Manager, Juanma Lillo, is still at the club living in a cottage by the sea surrounded by his books and will try to lead Almería to another survival campaign through the (very occasional) goals of Henok Goitom and Kalu Uche, with Brazilian goalkeeper Diego Alves doing his best to face up to the familiar onslaught of attacks at the back.

LLL Prediction - 16th

Athletic Bilbao

If the yellow-bellied, lilly-livered La Liga Loca is going to stick its metaphorical neck out on a bold bid this year, it’s a Champions League finish for Athletic Bilbao.

Joaquín Caparrós has a cracking starting XI this season, based on the Wolverine-strength spine, dirty so-and-so, fearsome foursome of Gorka Iraizoz, Fernando Amorebieta (who has just decided he is Venezuelan) and the World Cup winners, Javi Martínez and Fernando Llorente.

The two Spanish internationals are attracting interest from all over the place - well, Real Madrid really, according to Athletic’s president - so this might be the last chance Athletic have of combining the powers of this perky pair with some of those on the edge of being quite good such as Markel Susaeta, Koikili, Andoni Iraola and Iker Muniain.

LLL Prediction - 4th

Atlético Madrid

Recent defeats in friendlies against Mallorca and Sporting sees the Atlético knockers in the press already jiggling up and down in a most frenetic fashion.

“The defeat has raised a lot of doubts,” moaned Manuel Esteban in AS on games that produced yet more examples of Atleti’s unorthodox approach to defending.
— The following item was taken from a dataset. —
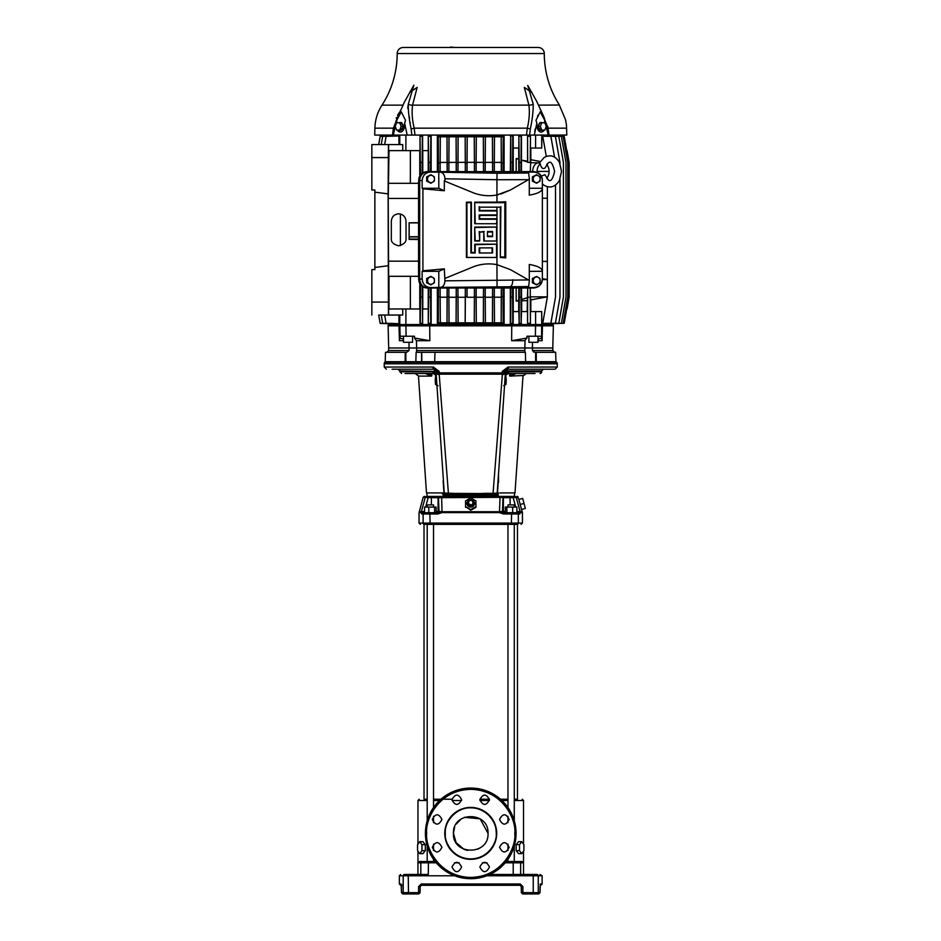<?xml version="1.0" encoding="UTF-8"?>
<svg xmlns="http://www.w3.org/2000/svg" width="941" height="941" viewBox="0 0 941 941"><rect width="100%" height="100%" fill="white"/><g stroke="black" fill="none" stroke-linecap="round" stroke-linejoin="round"><path stroke-width="1.41" d="M489.438 799.215L479.886 799.215L489.473 799.756C486.274 805.955 483.062 805.955 479.863 799.756C483.062 793.557 486.274 793.557 489.473 799.756M500.506 799.215L507.964 799.215L500.506 799.215M517.456 799.215L514.28 799.215L517.456 799.215L517.456 524.372M424.332 512.692L422.956 512.692L424.332 512.692L424.509 511.398L419.192 511.998L421.309 511.728L425.285 497.342L423.156 497.342L419.298 511.728M436.13 373.518L436.13 372.789L439.153 372.859L439.153 374.153L436.13 373.365L436.13 371.789L435.06 371.366L436.13 371.789L436.142 373.683L439.235 374.8L439.153 371.366L436.13 371.366L435.895 370.389M516.068 833.385A45.321 45.321 0 0 1 470.735 878.706A45.321 45.321 0 0 1 425.414 833.385A45.321 45.321 0 0 1 470.735 788.064A45.321 45.321 0 0 1 516.068 833.385A45.321 45.321 0 0 0 470.735 788.064A45.321 45.321 0 0 0 425.414 833.385M535.064 373.518L509.575 373.518M539.958 373.518A1.729 1.729 0 0 0 541.687 371.789L507.305 371.789L509.387 373.518C506.917 373.753 505.47 375.106 505.07 377.553L505.07 377.576M496.201 838.455L496.695 833.385A25.96 25.96 0 0 1 470.476 859.345A25.96 25.96 0 0 1 444.787 832.867A25.96 25.96 0 0 1 470.994 807.425A25.96 25.96 0 0 1 496.695 833.385L496.201 828.315M496.26 833.891C497.119 841.407 489.155 858.78 470.488 858.91C451.821 858.404 444.211 840.889 445.211 833.385L445.222 832.879C444.623 820.317 457.632 806.99 470.994 807.86C477.44 807.825 483.415 810.354 488.885 815.435C494.072 821.493 496.083 825.751 496.26 833.385L496.26 833.891M556.766 362.273A2.6 2.6 0 0 1 557.26 363.791L384.222 363.791A2.6 2.6 0 0 1 384.704 362.273L556.766 362.273M424.015 799.215L427.202 799.215L424.015 799.215L424.015 524.372L427.202 524.372L427.202 820.775M417.957 851.182L417.957 862.803L419.51 861.509L427.202 861.509L427.202 845.994M420.815 874.483L428.273 874.483L428.449 861.509L428.273 862.803L420.815 862.803L420.815 874.483L417.957 874.483L417.957 862.803L420.815 862.803A1.294 1.282 90 0 1 422.109 861.509L435.189 861.509L433.519 861.509L433.519 859.251M433.519 850.511L433.519 844.124M433.519 822.646L433.519 816.259M433.519 807.519L433.519 524.372L427.202 524.372M514.28 845.994L514.28 861.509L521.961 861.509L506.293 861.509L507.964 861.509L507.964 859.251M507.964 850.511L507.964 844.124M507.964 822.646L507.964 816.259M507.964 807.519L507.964 524.372L514.28 524.372L514.28 820.775M424.567 512.692L424.391 512.692A1.294 1.27 90 0 0 423.121 513.986L421.674 513.986L421.05 512.61L419.039 512.61L419.039 523.078L420.345 524.372M514.28 800.509L523.514 800.509L523.514 844.136M523.514 851.182L523.514 874.483L531.089 874.483L525.031 874.483M427.202 800.509L417.957 800.509L417.957 844.136M417.957 874.483L404.477 874.483C399.384 874.483 399.384 874.483 404.477 874.483C399.384 874.483 399.384 874.483 404.477 874.483L428.273 874.483M507.964 507.07L507.964 504.905L514.28 504.905L514.28 507.07M427.202 507.07L427.202 504.905L433.519 504.905L433.519 507.07M470.735 499.8A3.776 3.646 180 0 1 474.511 503.447A3.776 3.646 180 0 1 470.735 507.093A3.776 3.646 180 0 1 466.959 503.447A3.776 3.646 180 0 1 470.735 499.8M475.934 506.67L470.735 509.563L465.548 506.67L465.548 500.871L470.735 497.977L475.934 500.871L475.934 507.364L470.735 510.245L470.735 509.563M404.477 874.483A1.294 1.282 90 0 0 403.195 875.777L399.36 875.777L399.36 883.999L401.148 883.999L401.489 892.656L402.772 893.95L418.827 893.95L418.604 892.656L420.121 892.656L420.121 886.598L421.415 885.293L420.121 886.598L421.415 885.293L420.121 886.598L421.415 885.293L420.121 886.598L418.604 886.598L421.203 883.999L421.415 885.293L520.055 885.293L521.349 886.598A1.294 1.294 0 0 0 521.349 886.446M427.308 496.389L428.461 496.389L427.155 496.389L426.838 492.919L443.999 492.919C420.886 492.919 420.886 492.919 443.999 492.919L440.917 492.919L443.999 492.919L443.117 480.875M425.697 507.07L428.461 496.389L426.52 496.389L439.929 496.389M500.753 496.389L440.541 496.389M513.927 496.389L513.01 496.389L514.315 496.389L514.645 492.919M468.347 495.119L469.453 495.084M523.008 375.812L514.998 492.919L499.836 492.919M470.735 500.189C474.64 502.129 474.64 504.082 470.735 506.035C466.83 504.082 466.83 502.129 470.735 500.189M461.619 799.756C458.408 805.955 455.209 805.955 451.998 799.756C455.209 793.557 458.408 793.557 461.619 799.756M509.175 819.458C505.964 825.657 502.765 825.657 499.553 819.458C502.765 813.259 505.964 813.259 509.175 819.458M509.175 847.312C505.964 853.511 502.765 853.511 499.553 847.312C502.765 841.113 505.964 841.113 509.175 847.312M489.473 867.014C486.274 873.213 483.062 873.213 479.863 867.014C483.062 860.815 486.274 860.815 489.473 867.014M461.619 867.014C458.408 873.213 455.209 873.213 451.998 867.014C455.209 860.815 458.408 860.815 461.619 867.014M441.917 847.312C438.718 853.511 435.507 853.511 432.307 847.312C435.507 841.113 438.718 841.113 441.917 847.312M441.917 819.458C438.718 825.657 435.507 825.657 432.307 819.458C435.507 813.259 438.718 813.259 441.917 819.458M506.234 379.835L504.823 381.187L506.117 379.094M511.469 373.518L509.846 376.094L509.587 375.53L509.846 376.094L516.127 373.518L512.716 373.777M522.961 375.53L509.846 376.094L516.127 373.518L527.278 373.518M509.587 375.53L509.846 373.953L509.022 373.518M505.74 375.518L506.234 379.846M504.823 381.281L506.234 379.929L506.011 384.422L503.717 385.634M498.495 474.099L498.565 482.168L498.107 479.851L497.201 493.096L493.06 493.331L502.329 374.789M496.095 494.26L498.165 495.401L480.322 495.401L480.498 494.319L480.322 495.401L461.149 495.401L460.984 494.319L461.149 495.401L443.305 495.401L445.564 494.225L484.956 494.225L485.05 493.343L484.956 494.225L496.095 494.26L497.201 493.096L498.165 495.401L498.33 492.919L497.471 492.919C520.585 492.919 520.585 492.919 497.471 492.919L498.307 481.333M436.659 381.187L435.248 379.846L435.73 375.518M445.281 828.315L445.281 838.455M414.193 373.518L415.593 373.518M422.85 373.518L405.112 373.518M434.26 369.213L433.966 369.201C386.751 369.201 386.751 369.201 433.966 369.201A2.164 0.941 -90 0 1 433.025 367.037L433.966 369.201L435.06 369.495L435.06 370.989L436.13 371.366L399.796 370.93L401.525 373.518M436.401 377.564L436.401 377.553C436.012 375.083 434.577 373.742 432.084 373.518L435.06 370.989M433.025 367.037L384.222 367.037L384.222 363.791M507.705 368.919L508.034 367.049L557.26 367.037L557.26 363.791M454.679 826.939L453.433 833.385C452.48 811.071 489.002 811.071 488.038 833.385C489.002 855.698 452.48 855.698 453.433 833.385L456.126 842.665L463.948 849.3M464.454 849.511L467.618 850.405M477.71 849.217L480.122 847.923M488.038 833.385L480.122 818.846M480.086 818.823L464.301 817.317M461.372 818.835L456.114 824.14M506.423 369.495L505.352 371.366L507.305 369.201L502.329 371.366L507.505 369.201L506.423 369.495L506.423 371.366L505.352 371.789L507.305 371.789M508.458 367.037A2.164 0.941 90 0 1 507.505 369.201L535.064 369.201M480.498 494.319L480.451 493.555L485.05 493.343L493.06 493.331L492.919 494.225L495.919 494.225L497.213 493.013L505.341 373.683L505.352 372.789L502.329 374.153L502.318 372.859L505.352 372.789L505.352 371.366L502.329 371.366L508.034 367.049L508.034 367.825M436.824 370.366L436.118 369.989M435.754 370.154L435.177 369.566M434.436 369.248L439.153 371.366L433.448 367.049M543.416 369.201L541.687 370.93L506.634 370.93L505.352 371.789L505.423 370.778L505.246 373.683L502.235 374.8L502.329 374.153M506.634 370.93L507.505 369.201L555.096 369.201L557.26 367.037M509.575 369.201L531.747 369.201M527.278 369.201L517.362 369.201M434.836 370.93L433.966 369.201L392.056 369.201M395.196 369.201L398.055 369.201L399.796 370.93M434.166 369.201L436.13 371.366L435.06 369.495M436.13 371.366L436.048 370.778M439.235 374.165L502.235 374.165L502.318 372.859L439.153 372.859M502.235 374.8L505.341 373.683L505.352 371.907M515.374 373.518L516.127 373.518M513.774 373.518L512.469 373.518M505.341 373.683L507.552 372.413M521.243 373.518L522.667 373.518M433.919 372.413L436.142 373.683L444.27 493.013L452.55 493.331M480.451 493.555L448.41 493.331L439.235 374.8L436.142 373.683M436.906 384.869L438.141 385.763M436.659 381.305L435.236 379.929L435.46 384.422L436.789 384.434M432.46 373.518L431.637 373.953L431.884 375.53L430.108 373.953L425.344 373.518L431.625 376.094L418.58 376.094L415.204 373.518L425.708 373.518M431.637 373.953L430.002 373.518M432.084 373.518L424.109 373.518M470.735 504.846L468.571 503.647L468.571 501.235L470.735 500.024L472.9 501.235L472.9 503.647L470.735 505.517L468.571 503.647M526.278 373.518L522.902 376.094L526.278 373.518L524.125 373.518M504.682 384.434L506.011 384.422M456.42 493.343L456.514 494.225L445.564 494.225L444.27 493.096L443.376 479.851M448.41 493.331L448.563 494.225M437 386.375L436.883 384.587M446.105 494.225L456.514 494.225L445.564 494.225L444.293 493.213M445.387 494.26L444.27 493.096L443.305 495.401L443.14 492.919L426.838 492.919M435.46 384.422L437.765 385.634L435.46 384.422L435.236 379.929M431.625 376.094L431.884 375.53L431.625 376.094L425.344 373.518L422.391 373.518M418.58 376.094L415.675 373.518M421.203 883.999L520.267 883.999L522.878 886.598L521.349 886.598L521.349 892.656L521.267 886.116M470.735 505.517L472.9 503.647M418.451 375.788L426.485 492.919L440.917 492.919M520.538 885.399L521.349 886.598L520.079 885.293L421.415 885.293M402.442 885.293C400.066 885.293 400.066 885.293 402.442 885.293L400.654 885.293L399.36 883.999M522.655 892.656L522.655 893.95L521.349 892.656L522.878 892.656L522.655 893.95L538.699 893.95L540.005 892.656L540.322 883.999A1.294 1.294 90 0 1 540.134 884.693L540.228 884.14M521.349 886.598L521.349 892.656M420.121 892.656L418.827 893.95L416.451 893.95L418.827 893.95M401.148 883.999A1.294 1.294 90 0 0 401.348 884.693L401.478 886.598L401.372 884.693M520.267 883.999L520.055 885.293M532.959 893.95L538.699 893.95L532.959 893.95L533.229 892.656L538.276 892.656A1.294 1.282 90 0 1 536.993 893.95M502.494 511.492A1.294 1.282 -90 0 1 502.494 511.398L503.4 511.398L503.4 497.683L510.104 497.683L509.928 496.389L502.106 496.389A1.294 1.282 -90 0 1 503.4 497.683L500.024 497.342L499.483 511.728L502.494 511.398L502.988 497.683L501.706 496.389L513.01 496.389L513.186 497.683L516.197 497.342L513.186 497.683L515.774 507.07M524.008 503.447L522.667 498.424L518.867 499.448L521.549 509.481L525.349 508.458L524.008 503.447L520.15 504.482L522.279 511.998L518.773 512.657M431.543 496.389L431.378 497.683L425.285 497.342A1.294 1.282 -90 0 1 426.52 496.389L426.579 496.389M441.929 511.728L437.694 512.692A1.294 1.282 90 0 0 438.988 511.398L441.999 511.728L441.635 496.389L440.623 496.389M501.706 496.389L499.836 496.389L500.024 497.342L438.482 497.683L438.976 511.492M516.985 496.389L516.985 496.389A1.294 1.294 -90 0 1 518.232 497.342L516.197 497.342A1.294 1.282 -90 0 0 514.95 496.389L509.928 496.389M514.28 496.389L514.892 496.389M424.497 496.389L423.238 497.342M513.21 874.483L513.21 862.803L520.655 862.803L520.655 874.483L489.849 874.483L536.993 874.483C542.087 874.483 542.087 874.483 536.993 874.483C542.087 874.483 542.087 874.483 536.993 874.483A1.294 1.282 90 0 1 538.276 875.777L538.276 892.656L539.993 892.656L538.699 893.95M522.878 886.598L522.878 892.656L533.229 892.656L533.229 875.777L542.122 875.777L539.946 874.483M486.768 875.777L533.229 875.777L532.959 874.483L531.089 874.483M410.394 874.483L416.451 874.483M470.735 510.245L465.548 506.67M465.548 507.364L465.548 501.577M475.934 501.577L475.934 507.364M512.669 512.716L512.669 507.07L516.903 507.07L516.903 512.716L511.328 512.692L511.586 513.986L503.6 513.986L499.518 512.61L441.964 512.61L437.883 513.986L438.083 512.692L436.154 512.692L436.154 507.07L424.567 507.07L424.567 512.716L428.402 512.692M506.881 507.07L505.329 507.07L505.329 512.692L506.881 512.692L506.881 507.07L512.669 507.07M520.655 874.483L523.514 874.483M421.439 511.257L424.415 500.494M428.802 507.07L428.802 512.716M431.378 504.905L431.378 497.683L438.083 497.683L438.083 511.398A1.294 1.282 -90 0 1 436.789 512.692L434.601 512.692L434.601 507.07M434.601 512.692L429.155 512.692L430.143 512.692L429.884 513.986L423.121 513.986L423.121 523.078L419.039 523.078M519.655 509.881L516.644 498.965M522.279 511.998L522.431 512.61L520.42 512.61L519.808 513.986L518.526 512.692L517.138 512.692L516.974 511.398L519.938 511.704M520.22 511.892A1.294 1.282 90 0 0 520.267 511.998L516.197 497.342M516.809 512.692L517.091 512.692A1.294 1.27 90 0 1 518.362 513.986L519.808 513.986L518.526 512.692L516.903 512.692M505.329 511.398L503.4 511.398A1.294 1.282 -90 0 0 504.682 512.692L502.494 511.398M515.35 512.692L516.503 512.692M419.768 853.652L417.569 850.664L417.569 844.665L419.768 841.666L421.956 844.665L421.956 850.664L419.768 853.652L422.909 853.652L425.332 850.664L421.956 850.664M521.702 841.666L519.514 844.665L519.514 850.664L521.702 853.652L523.902 850.664L523.902 844.665L521.702 841.666L518.573 841.666L516.15 844.665L519.514 844.665M422.438 512.574L421.203 511.998A1.294 1.282 -90 0 0 421.309 511.728M503.388 512.692L503.6 513.986L503.388 512.692L511.328 512.692L503.388 512.692L499.483 511.728L441.999 511.728M424.662 512.692L422.956 512.692L421.674 513.986M438.083 512.692L430.143 512.692M441.964 512.61L441.976 511.998L500.247 512.057M421.956 844.665L425.332 844.665L422.909 841.666L419.768 841.666M425.332 844.665L425.332 850.664M521.702 853.652L518.573 853.652L516.15 850.664L516.15 844.665M516.15 850.664L519.514 850.664M506.293 861.509L521.961 861.509L523.514 862.803L520.655 862.803A1.294 1.282 90 0 0 519.373 861.509L521.961 861.509M427.202 861.509L433.519 861.509M433.519 799.215L440.964 799.215L433.519 799.215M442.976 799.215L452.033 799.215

But this was just the merest of blips thinks the blog (perhaps before Quique’s men are wiped out in humiliating fashion by Inter on Friday night).

A proper back four in front of an increasingly confident David de Gea in goal should see (sadly) most of the mistakes of recent seasons being banished.

Unfortunately for West Brom, those brilliant bungles are now on display around their parts after the free transfer of the hapless Pablo Ibañez.

Tiago is back on loan from Juventus for another season - the nearest thing the club has to ‘a brain’, especially with José Antonio Reyes in the ranks.

Kun Agüero and Diego Forlán are still knocking about - not that they ever, ever considered leaving of course - and the Rojiblancos finally have a decent third striker in the form of Diego Costa, who could almost be described as a Sevilla player such is his love of throwing himself to the turf at the slightest of touches.

LLL Prediction - 3rd


This season La Liga Loca confidently predicts Carlos Puyol being forced to sport a new media-friendly spiky mullet hairdo; Pep Guardiola bursting into tears at some point like a biddy baby either through joy or despair; Gerard Pique going through a 70s Elvis phase and Pedro to suddenly become the Berty Big Bollocks of Barcelona.

It also predicts Barcelona to win the title.

LLL Prediction - 1st


And there was La Liga Loca feeling all bright and breezy. The streets of Madrid are clear of the usual proles and crackpots thanks to the traditional August departure for the beaches and hills.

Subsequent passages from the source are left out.